Bad managers actually think they're being generous with allowing staff to move
their day forward or backward by a half-hour to avoid the worst of the
traffic. This demonstrates such a staggering lack of perspective that it could
be a Dunning-Kruger case study.

Good managers, meanwhile, start from the premise that as long as the employee
is making a reasonable effort, getting the job done, and not putting any other
aspect of the business at unnecessary risk of harm, working arrangements can
be whatever everyone is comfortable with.

Basically, bad managers default to saying "no" on work-life balance issues,
while good managers default to saying "yes" and will say "no" only when they
have a clear business reason for refusing.

------
SwellJoe
This applies to _anyone_ who is really passionate. I've pretty much always had
the best luck with hiring people who do things for love, and just happened to
also want to make a living, so over time it's evolved to the point where I
don't even care about hiring full-time people, if I can get part-time from
someone who is amazing.

------
AndyKelley
I Hire Artists? More like, I Hired A Champion. IMO it was pre-mature
generalizing.

------
riffraff
while this is a great article, and it is probably 99% correct, isn't there
something wrong with generalizing from "I hired one artist with flexible time,
it was good" to "all hail artists flexiworking as the revolution to come" ?
(Or Did I miss the listing of other artists he hired in the article?)
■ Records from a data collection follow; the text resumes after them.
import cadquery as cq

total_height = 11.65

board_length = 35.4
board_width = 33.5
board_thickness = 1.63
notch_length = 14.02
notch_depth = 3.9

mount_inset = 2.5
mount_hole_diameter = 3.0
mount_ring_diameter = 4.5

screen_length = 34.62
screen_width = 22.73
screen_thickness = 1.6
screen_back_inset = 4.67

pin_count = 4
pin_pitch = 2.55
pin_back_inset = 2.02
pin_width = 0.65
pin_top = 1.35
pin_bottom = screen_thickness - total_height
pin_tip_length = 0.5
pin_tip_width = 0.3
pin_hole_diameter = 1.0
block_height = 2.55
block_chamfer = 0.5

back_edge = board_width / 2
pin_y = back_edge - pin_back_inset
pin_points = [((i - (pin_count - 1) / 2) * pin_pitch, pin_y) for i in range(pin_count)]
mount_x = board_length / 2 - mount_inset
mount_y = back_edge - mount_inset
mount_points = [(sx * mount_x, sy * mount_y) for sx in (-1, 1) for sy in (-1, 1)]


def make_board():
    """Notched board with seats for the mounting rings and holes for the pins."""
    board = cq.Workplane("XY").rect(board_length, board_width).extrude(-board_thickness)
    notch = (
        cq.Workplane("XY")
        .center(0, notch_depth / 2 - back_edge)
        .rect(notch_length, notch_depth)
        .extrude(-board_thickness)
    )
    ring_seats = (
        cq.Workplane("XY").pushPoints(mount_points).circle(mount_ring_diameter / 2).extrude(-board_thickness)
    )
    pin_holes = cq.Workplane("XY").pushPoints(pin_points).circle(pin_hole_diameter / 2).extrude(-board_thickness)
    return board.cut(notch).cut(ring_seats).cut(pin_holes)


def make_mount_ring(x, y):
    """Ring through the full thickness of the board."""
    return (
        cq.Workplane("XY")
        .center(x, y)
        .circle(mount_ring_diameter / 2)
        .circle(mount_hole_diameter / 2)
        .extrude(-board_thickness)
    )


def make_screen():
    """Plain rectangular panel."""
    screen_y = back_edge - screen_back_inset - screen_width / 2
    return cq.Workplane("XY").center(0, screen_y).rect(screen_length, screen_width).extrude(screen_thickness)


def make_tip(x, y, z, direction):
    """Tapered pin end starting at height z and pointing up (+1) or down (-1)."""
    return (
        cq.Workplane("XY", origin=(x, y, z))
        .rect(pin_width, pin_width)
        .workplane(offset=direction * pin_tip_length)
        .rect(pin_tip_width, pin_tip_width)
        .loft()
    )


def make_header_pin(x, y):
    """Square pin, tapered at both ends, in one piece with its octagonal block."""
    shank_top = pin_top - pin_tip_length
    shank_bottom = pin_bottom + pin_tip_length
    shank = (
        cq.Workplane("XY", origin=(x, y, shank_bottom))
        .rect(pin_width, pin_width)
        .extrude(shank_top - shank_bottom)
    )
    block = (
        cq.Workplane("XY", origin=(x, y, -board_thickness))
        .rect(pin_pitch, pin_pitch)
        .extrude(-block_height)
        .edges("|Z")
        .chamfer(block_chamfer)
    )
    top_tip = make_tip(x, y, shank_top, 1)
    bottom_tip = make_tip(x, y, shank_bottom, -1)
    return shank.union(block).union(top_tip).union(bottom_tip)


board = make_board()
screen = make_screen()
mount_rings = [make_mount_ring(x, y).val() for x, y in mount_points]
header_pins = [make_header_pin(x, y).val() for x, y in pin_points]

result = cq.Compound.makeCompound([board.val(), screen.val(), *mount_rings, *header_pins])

With envy, a fairly flexible (sadly-)non-artsy worker

------
_pius
I really enjoyed the thinking in this article and I think there's a tremendous
amount of truth to it. It's surprising how often simple potential changes with
disproportionately large positive effects (e.g. loosening structure so that
creative people can, ya know, _work_ ) get dismissed because of dogma.

------
akkartik
+1. But surely one sample point doesn't generalize to all artists? Surely
there's a distribution of artist quality like there is for engineer quality?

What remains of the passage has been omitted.